The documentated archive concepts don't prevent other archive classes from including more functionality. Indeed, facilities such as serialization of pointers through a base class, etc demand it. And it's true that I haven't discouraged leveraging on these "extended archives"
I'm talking about the requirements on a minimal archive. Those are not fully documented.
Hmmm that would be news to me. I compiled trivial archive from the documentation with serialization code. And trivial archive is model of minimal archive. That is I believe that serializing any types to a trivial archive will compile without error. If there is a serializable type which trivial archive fails to work with, I would be interested in hearing about it.

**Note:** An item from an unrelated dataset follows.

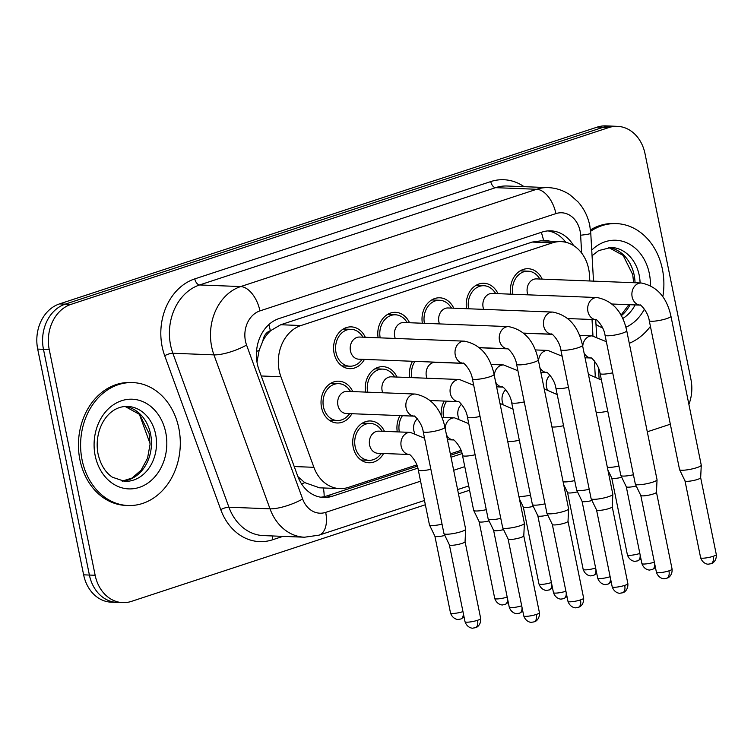 <?xml version="1.0" encoding="UTF-8"?>
<svg xmlns="http://www.w3.org/2000/svg" width="754" height="754" viewBox="0 0 754 754"><rect width="100%" height="100%" fill="white"/><g stroke="black" fill="none" stroke-linecap="round" stroke-linejoin="round"><path stroke-width="1.13" d="M383.588 453.493A20.914 16.937 -87.8 0 1 368.838 462.767A20.914 16.937 -87.8 0 1 353.211 447.273A20.914 16.937 -87.8 0 1 370.478 420.968A20.914 16.937 -87.8 0 1 384.455 431.373M351.901 413.72A20.914 16.937 -87.8 0 1 337.161 422.985A20.914 16.937 -87.8 0 1 321.534 407.499A20.914 16.937 -87.8 0 1 338.791 381.194A20.914 16.937 -87.8 0 1 352.768 391.59M364.436 359.404A20.914 16.937 -87.8 0 1 349.696 368.668A20.914 16.937 -87.8 0 1 334.069 353.183A20.914 16.937 -87.8 0 1 351.326 326.878A20.914 16.937 -87.8 0 1 365.304 337.274M589.816 280.988L589.496 275.304A36.908 29.896 92.2 0 0 588.676 268.971A36.908 29.896 92.2 0 0 561.099 241.629A36.908 29.896 92.2 0 0 552.409 242.863L300.969 325.53A36.908 29.896 92.2 0 0 280.912 376.755L313.89 467.31A36.908 29.896 92.2 0 0 339.762 488.611A36.908 29.896 92.2 0 0 348.452 487.376L416.802 464.907M262.91 340.883A36.908 29.896 -87.8 0 1 270.856 330.535L270.347 330.704A12.3 9.962 92.2 0 0 262.91 340.883L259.178 350.176L256.973 362.024M297.877 476.566L304.72 482.607L319.555 487.819L339.762 488.611M561.099 241.629L540.91 240.837L532.173 242.072L280.742 324.738L270.856 330.535M595.245 376.18A36.908 29.896 92.2 0 0 595.189 374.832L594.388 360.893M592.964 335.935L592.022 319.507M450.336 453.88L461.024 450.364M397.273 431.872A20.914 16.937 -87.8 0 1 400.006 415.605M441.297 415.944A20.914 16.937 -87.8 0 1 444.229 401.062M365.596 392.089A20.914 16.937 -87.8 0 1 383.013 366.651A20.914 16.937 -87.8 0 1 396.99 377.057M409.808 377.556A20.914 16.937 -87.8 0 1 412.542 361.279M378.131 337.773A20.914 16.937 -87.8 0 1 395.548 312.335A20.914 16.937 -87.8 0 1 409.526 322.731M422.353 323.24A20.914 16.937 -87.8 0 1 439.771 297.802A20.914 16.937 -87.8 0 1 453.748 308.197M466.566 308.697A20.914 16.937 -87.8 0 1 483.993 283.268A20.914 16.937 -87.8 0 1 497.96 293.664M510.788 294.164A20.914 16.937 -87.8 0 1 528.205 268.726A20.914 16.937 -87.8 0 1 542.183 279.121M425.35 504.756L131.422 601.39A36.908 29.896 -87.8 0 1 122.732 602.625A36.908 29.896 -87.8 0 1 95.155 575.283L49.236 349.545L43.468 349.319A36.908 29.896 -87.8 0 1 65.23 304.145L602.983 127.351A36.908 29.896 -87.8 0 1 611.673 126.116A36.908 29.896 -87.8 0 0 602.983 127.351L65.23 304.145A36.908 29.896 -87.8 0 0 43.468 349.319L89.396 575.057L43.468 349.319L37.7 349.093A36.908 29.896 -87.8 0 1 59.462 303.919L597.215 127.124A36.908 29.896 -87.8 0 1 605.914 125.89L617.441 126.342A36.908 29.896 -87.8 0 1 645.019 153.684L690.937 379.413A36.908 29.896 -87.8 0 1 688.892 404.37M122.732 602.625L116.964 602.399A36.908 29.896 -87.8 0 1 89.396 575.057A36.908 29.896 -87.8 0 0 116.964 602.399L111.196 602.173A36.908 29.896 -87.8 0 1 83.628 574.831L37.7 349.093M573.587 245.578A36.908 29.896 92.2 0 0 550.806 230.837A36.908 29.896 92.2 0 0 542.117 232.072L279.046 318.556A36.908 29.896 92.2 0 0 258.99 369.78L297.736 476.189A36.908 29.896 92.2 0 0 323.607 497.489A36.908 29.896 92.2 0 0 332.307 496.255L417.848 468.13M547.922 230.894A36.908 29.896 -87.8 0 1 565.764 242.27M670.325 424.191A36.908 29.896 -87.8 0 1 669.175 424.596L647.29 431.797M49.236 349.545A36.908 29.896 -87.8 0 1 70.999 304.371L608.751 127.577A36.908 29.896 -87.8 0 1 617.441 126.342M469.572 490.223L458.47 493.87M451.015 457.226L462.061 453.597M417.264 466.198L326.539 496.028A36.908 29.896 -87.8 0 1 320.733 497.206M461.486 451.665L450.609 455.237M363.192 337.189L361.354 334.842A18.454 14.948 92.2 0 0 351.232 329.338A18.454 14.948 92.2 0 0 336.001 352.542A18.454 14.948 92.2 0 0 349.79 366.208A18.454 14.948 92.2 0 0 360.308 361.515L362.325 359.319M359.592 337.047A11.074 8.973 92.2 0 0 350.459 350.978A11.074 8.973 92.2 0 0 358.725 359.177L463.324 363.268A11.074 8.973 92.2 0 1 455.265 355.077A11.074 8.973 92.2 0 1 461.25 341.722A11.074 8.973 92.2 0 1 464.398 341.157L359.592 337.047M472.372 378.753A11.074 1.876 168.5 0 0 478.215 379.234A11.074 1.876 168.5 0 0 489.148 376.981A11.074 1.876 168.5 0 0 489.704 376.802A11.074 1.876 168.5 0 0 494.068 374.333L524.379 523.323A11.074 1.876 168.5 0 1 524.388 523.399A11.074 1.876 168.5 0 1 520.015 525.783A11.074 1.876 168.5 0 1 504.822 528.394A11.074 1.876 168.5 0 1 502.711 527.809A11.074 1.876 168.5 0 1 502.682 527.734L472.372 378.753C471.014 369.045 462.221 361.439 463.248 363.249L463.531 363.277M523.785 535.811A7.992 1.357 168.5 0 1 523.785 535.877A7.992 1.357 168.5 0 1 520.637 537.593A7.992 1.357 168.5 0 1 509.657 539.478A7.992 1.357 168.5 0 1 508.13 539.063A7.992 1.357 168.5 0 1 508.111 539.006L523.747 615.877C526.207 622.908 532.484 622.521 531.636 622.276L534.086 621.871A7.992 4.486 -108.2 0 0 536.273 614.463A7.992 1.357 168.5 0 1 528.186 616.197A7.992 1.357 168.5 0 1 523.747 615.877M350.648 391.505L348.81 389.158A18.454 14.948 92.2 0 0 338.697 383.654A18.454 14.948 92.2 0 0 323.466 406.858A18.454 14.948 92.2 0 0 337.255 420.534A18.454 14.948 92.2 0 0 347.773 415.831L349.781 413.635M444.917 427.216L465.652 529.157A11.074 1.876 168.5 0 1 465.661 529.233A11.074 1.876 168.5 0 1 461.288 531.617A11.074 1.876 168.5 0 1 446.095 534.228A11.074 1.876 168.5 0 1 443.983 533.644A11.074 1.876 168.5 0 1 443.955 533.568L423.211 431.637A11.074 1.876 168.5 0 0 429.054 432.108A11.074 1.876 168.5 0 0 439.987 429.855A11.074 1.876 168.5 0 0 440.553 429.676A11.074 1.876 168.5 0 0 444.917 427.216C440.732 408.244 430.845 397.188 415.247 394.04L347.057 391.364A11.074 8.973 92.2 0 0 337.924 405.294A11.074 8.973 92.2 0 0 346.19 413.494L414.163 416.151M477.546 620.297A7.992 1.357 168.5 0 0 480.694 618.516L465.058 541.674A7.992 1.357 168.5 0 1 465.058 541.711A7.992 1.357 168.5 0 1 461.91 543.427A7.992 1.357 168.5 0 1 450.93 545.312A7.992 1.357 168.5 0 1 449.403 544.897A7.992 1.357 168.5 0 1 449.384 544.84L465.02 621.711C467.48 628.742 473.757 628.355 472.909 628.11L475.359 627.705A7.992 4.486 -108.2 0 0 477.546 620.297A7.992 1.357 168.5 0 1 469.459 622.031A7.992 1.357 168.5 0 1 465.02 621.711M382.335 431.288L380.497 428.941A18.454 14.948 92.2 0 0 370.374 423.428A18.454 14.948 92.2 0 0 355.153 446.641A18.454 14.948 92.2 0 0 368.932 460.308A18.454 14.948 92.2 0 0 379.451 455.604L381.467 453.408M424.549 438.178L410.308 432.381L378.744 431.147A11.074 8.973 92.2 0 0 369.601 445.067A11.074 8.973 92.2 0 0 377.877 453.277L409.233 454.502M442.051 524.2A11.074 1.876 168.5 0 1 431.59 525.519A11.074 1.876 168.5 0 1 429.469 524.944A11.074 1.876 168.5 0 1 429.45 524.869L418.281 469.978C416.924 460.279 408.131 452.664 409.158 454.474L409.441 454.511M444.851 535.453A7.992 1.357 168.5 0 1 436.425 536.612A7.992 1.357 168.5 0 1 434.898 536.188A7.992 1.357 168.5 0 1 434.879 536.132L450.515 613.002C452.975 620.042 459.243 619.656 458.404 619.402L460.845 619.006A7.992 4.486 -108.2 0 0 463.239 612.936M407.405 322.655L405.567 320.309A18.454 14.948 92.2 0 0 395.454 314.795A18.454 14.948 92.2 0 0 380.195 337.858M507.753 348.744L507.47 348.706C506.443 346.906 515.236 354.512 516.584 364.21A11.074 1.876 168.5 0 0 522.428 364.691A11.074 1.876 168.5 0 0 533.37 362.438A11.074 1.876 168.5 0 0 533.926 362.259A11.074 1.876 168.5 0 0 538.29 359.799C534.105 340.827 524.219 329.771 508.62 326.614L403.814 322.514A11.074 8.973 92.2 0 0 394.681 336.435A11.074 8.973 92.2 0 0 395.256 338.442M538.29 359.799L568.601 508.78A11.074 1.876 168.5 0 1 568.601 508.865A11.074 1.876 168.5 0 1 564.237 511.25A11.074 1.876 168.5 0 1 549.044 513.851A11.074 1.876 168.5 0 1 546.923 513.276A11.074 1.876 168.5 0 1 546.904 513.201L516.584 364.21M583.643 598.148C584.161 605.217 578.733 607.441 579.364 606.904L578.299 607.338A7.992 4.486 -108.2 0 0 580.495 599.92A7.992 1.357 168.5 0 0 583.643 598.148L568.007 521.306A7.992 1.357 168.5 0 1 568.007 521.334A7.992 1.357 168.5 0 1 564.85 523.059A7.992 1.357 168.5 0 1 553.879 524.935A7.992 1.357 168.5 0 1 552.352 524.52A7.992 1.357 168.5 0 1 552.333 524.464M451.627 308.113L449.789 305.766A18.454 14.948 92.2 0 0 439.676 300.262A18.454 14.948 92.2 0 0 424.417 323.315M551.975 334.211L551.683 334.173C550.656 332.363 559.459 339.979 560.806 349.677A11.074 1.876 168.5 0 0 566.65 350.158A11.074 1.876 168.5 0 0 577.583 347.905A11.074 1.876 168.5 0 0 578.148 347.726A11.074 1.876 168.5 0 0 582.503 345.266C578.327 326.293 568.441 315.229 552.842 312.081L448.036 307.971A11.074 8.973 92.2 0 0 438.894 321.901A11.074 8.973 92.2 0 0 439.478 323.909M582.503 345.266L612.823 494.247A11.074 1.876 168.5 0 1 612.823 494.332A11.074 1.876 168.5 0 1 608.459 496.707A11.074 1.876 168.5 0 1 593.266 499.318A11.074 1.876 168.5 0 1 591.145 498.743A11.074 1.876 168.5 0 1 591.117 498.658L560.806 349.677M612.22 506.745A7.992 1.357 168.5 0 1 612.229 506.801A7.992 1.357 168.5 0 1 609.072 508.516A7.992 1.357 168.5 0 1 598.101 510.401A7.992 1.357 168.5 0 1 596.565 509.987A7.992 1.357 168.5 0 1 596.546 509.93L612.191 586.801C614.642 593.832 620.919 593.445 620.08 593.2L622.521 592.804A7.992 4.486 -108.2 0 0 624.708 585.387A7.992 1.357 168.5 0 1 616.631 587.121A7.992 1.357 168.5 0 1 612.191 586.801M495.849 293.579L494.011 291.233A18.454 14.948 92.2 0 0 483.889 285.719A18.454 14.948 92.2 0 0 468.63 308.782M596.197 319.668L595.905 319.63C594.878 317.83 603.671 325.436 605.028 335.134A11.074 1.876 168.5 0 0 610.872 335.615A11.074 1.876 168.5 0 0 621.805 333.362A11.074 1.876 168.5 0 0 622.361 333.183A11.074 1.876 168.5 0 0 626.725 330.723C622.55 311.751 612.653 300.695 597.064 297.538L492.258 293.438A11.074 8.973 92.2 0 0 483.116 307.359A11.074 8.973 92.2 0 0 483.7 309.376M626.725 330.723L657.036 479.714A11.074 1.876 168.5 0 1 657.045 479.789A11.074 1.876 168.5 0 1 652.672 482.174A11.074 1.876 168.5 0 1 637.488 484.775A11.074 1.876 168.5 0 1 635.368 484.2A11.074 1.876 168.5 0 1 635.339 484.125L605.028 335.134M672.078 569.072C672.596 576.141 667.167 578.365 667.799 577.828L666.743 578.261A7.992 4.486 -108.2 0 0 668.93 570.853A7.992 1.357 168.5 0 0 672.078 569.072L656.451 492.23A7.992 1.357 168.5 0 1 656.442 492.258A7.992 1.357 168.5 0 1 653.294 493.983A7.992 1.357 168.5 0 1 642.323 495.868A7.992 1.357 168.5 0 1 640.787 495.444A7.992 1.357 168.5 0 1 640.768 495.387M540.062 279.037L538.233 276.699A18.454 14.948 92.2 0 0 528.111 271.186A18.454 14.948 92.2 0 0 512.852 294.239M640.41 305.134L640.127 305.097C639.1 303.287 647.893 310.902 649.251 320.601A11.074 1.876 168.5 0 0 655.094 321.081A11.074 1.876 168.5 0 0 666.027 318.829A11.074 1.876 168.5 0 0 666.583 318.65A11.074 1.876 168.5 0 0 670.947 316.19C666.762 297.217 656.875 286.152 641.277 283.004L536.471 278.895A11.074 8.973 92.2 0 0 527.338 292.825A11.074 8.973 92.2 0 0 527.923 294.833M670.947 316.19L701.258 465.171A11.074 1.876 168.5 0 1 701.267 465.256A11.074 1.876 168.5 0 1 696.894 467.631A11.074 1.876 168.5 0 1 681.701 470.242A11.074 1.876 168.5 0 1 679.58 469.667A11.074 1.876 168.5 0 1 679.561 469.591L649.251 320.601M700.664 477.668A7.992 1.357 168.5 0 1 700.664 477.725A7.992 1.357 168.5 0 1 697.507 479.44A7.992 1.357 168.5 0 1 686.536 481.325A7.992 1.357 168.5 0 1 685.009 480.911A7.992 1.357 168.5 0 1 684.99 480.854L700.626 557.724C703.086 564.755 709.363 564.369 708.515 564.124L710.965 563.728A7.992 4.486 -108.2 0 0 713.152 556.311A7.992 1.357 168.5 0 1 705.065 558.045A7.992 1.357 168.5 0 1 700.626 557.724M394.87 376.972L393.032 374.625A18.454 14.948 92.2 0 0 382.919 369.111A18.454 14.948 92.2 0 0 367.66 392.174M473.701 385.294L459.469 379.498L391.279 376.83A11.074 8.973 92.2 0 0 382.137 390.751A11.074 8.973 92.2 0 0 382.721 392.759M500.779 518.366A11.074 1.876 168.5 0 1 490.317 519.685A11.074 1.876 168.5 0 1 488.196 519.11A11.074 1.876 168.5 0 1 488.177 519.035L467.433 417.094C466.076 407.396 457.282 399.79 458.309 401.59L458.602 401.628M503.578 529.619A7.992 1.357 168.5 0 1 495.152 530.769A7.992 1.357 168.5 0 1 493.625 530.354A7.992 1.357 168.5 0 1 493.606 530.298M414.964 361.383A18.454 14.948 92.2 0 0 411.873 377.631M463.578 363.39L435.501 362.288A11.074 8.973 92.2 0 0 426.359 376.218A11.074 8.973 92.2 0 0 426.943 378.225M544.991 503.832A11.074 1.876 168.5 0 1 534.539 505.152A11.074 1.876 168.5 0 1 532.418 504.577A11.074 1.876 168.5 0 1 532.39 504.492L511.655 402.561C510.298 392.862 501.504 385.247 502.532 387.056L502.814 387.085M547.79 515.076A7.992 1.357 168.5 0 1 539.374 516.236A7.992 1.357 168.5 0 1 537.838 515.821A7.992 1.357 168.5 0 1 537.819 515.764L553.464 592.635C555.924 599.666 562.192 599.279 561.353 599.034L563.794 598.638A7.992 4.486 -108.2 0 0 566.188 592.569M507.8 348.857L479.714 347.754A11.074 8.973 92.2 0 0 479.582 347.754M589.213 489.289A11.074 1.876 168.5 0 1 578.761 490.609A11.074 1.876 168.5 0 1 576.64 490.034A11.074 1.876 168.5 0 1 576.612 489.959L555.877 388.018C554.52 378.32 545.726 370.714 546.754 372.514L547.036 372.551M592.013 500.543A7.992 1.357 168.5 0 1 583.596 501.702A7.992 1.357 168.5 0 1 582.06 501.278A7.992 1.357 168.5 0 1 582.041 501.221M402.429 415.699A18.454 14.948 92.2 0 0 399.337 431.948M417.292 418.79A11.074 8.973 92.2 0 0 413.823 430.534A11.074 8.973 92.2 0 0 414.596 433.003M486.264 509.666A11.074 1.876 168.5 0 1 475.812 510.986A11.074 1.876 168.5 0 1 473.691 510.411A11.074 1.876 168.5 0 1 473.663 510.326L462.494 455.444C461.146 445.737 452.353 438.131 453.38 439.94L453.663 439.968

In the absence of that information I can validly assume that the public members of the version_type, etc. is what I can use and which will not change.
hmmm - of course you can assume that - but I can't guarentee it.
Then we need a list of concepts for these types that you do guarantee, or your next change might again break code,
These are the one's in the archive concept.
The moment you allow new archive classes to be written, the version_type, etc. is no longer an internal detail!
hmmm - one could just as well say that once one depends upon undefined behavior, you can't guarentee that the code will not break.
So you are saying that implementing new archives basically depends on undefined behavior and you cannot guarantee that it will not break in the next release? It would be better to publicly defines the concepts for an archive and for the primitive types if you do not want us to take the current public interface of those classes as the implicit concepts.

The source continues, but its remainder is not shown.